TASK INSTRUCTIONS — Going line by line through the data below, how many lines contain the word "first"? Give only the number.
▼
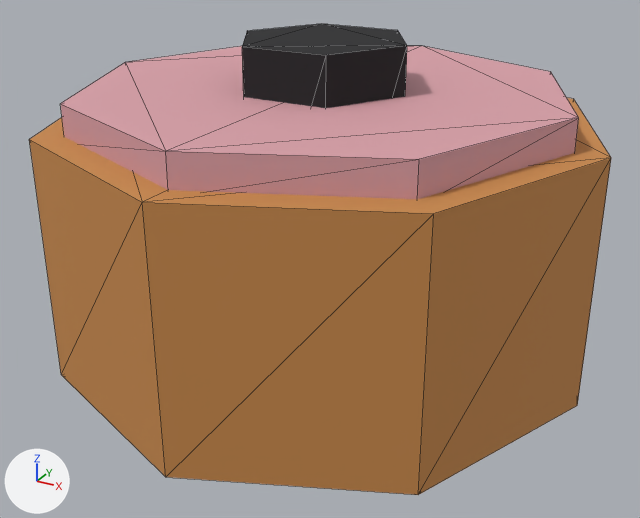
An edit to the glTF model site/models/FD_Donut_01.glb, drawn before and after from the same camera.
The view is the same before and after, from a 50 mm lens placed at (0.0665, -0.1221, 0.0763), pointed at (0.0014, -0.0038, 0.0171). Arrows for +X, +Y and +Z are at lower left; the lights stay in place. The first picture is the older version. Mesh edges are drawn as thin lines. Vertices at exactly the same position are counted once.

The first picture shows 'FD_Donut_01'.
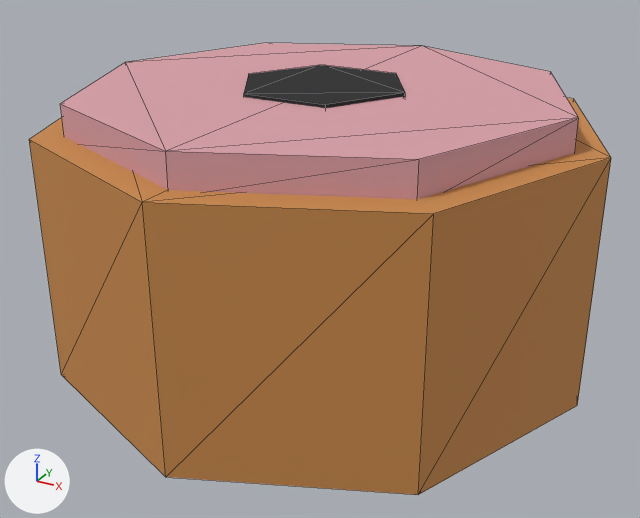
Location of each change, (x1, y1, x2, y2) in pixels of the pictures (640 x 518 px; the box of a moved part takes in the faces that stretch with it):
'FD_Donut_01', reshaped
    before: (29, 24, 611, 495)
    after: (29, 43, 611, 495)
part 1 of me_fd_donut_01, moved or reshaped
    before: (242, 24, 407, 108)
    after: (244, 65, 405, 108)

What changed in the scene script:
```text
Change me_fd_donut_01:
    used by ob_fd_donut_01; location = (0.0, 0.0, 0.0)
    remove me_fd_donut_01.from_pydata(...)  # 44 vertices, 76 faces; spans x -0.045..0.045, y -0.045..0.045, z 0.0..0.0525
    add me_fd_donut_01.from_pydata(...)  # 44 vertices, 76 faces; spans x -0.045..0.045, y -0.045..0.045, z 0.0..0.0455
    me_fd_donut_01 part 1: the loose piece of 12 vertices spanning x -0.014..0.014, y -0.0121..0.0121, z 0.0075..0.0525 is scaled about its middle by (1, 1, 0.9), then moved by (0.0, 0.0, -0.0047)
```
▲
RESULT — 2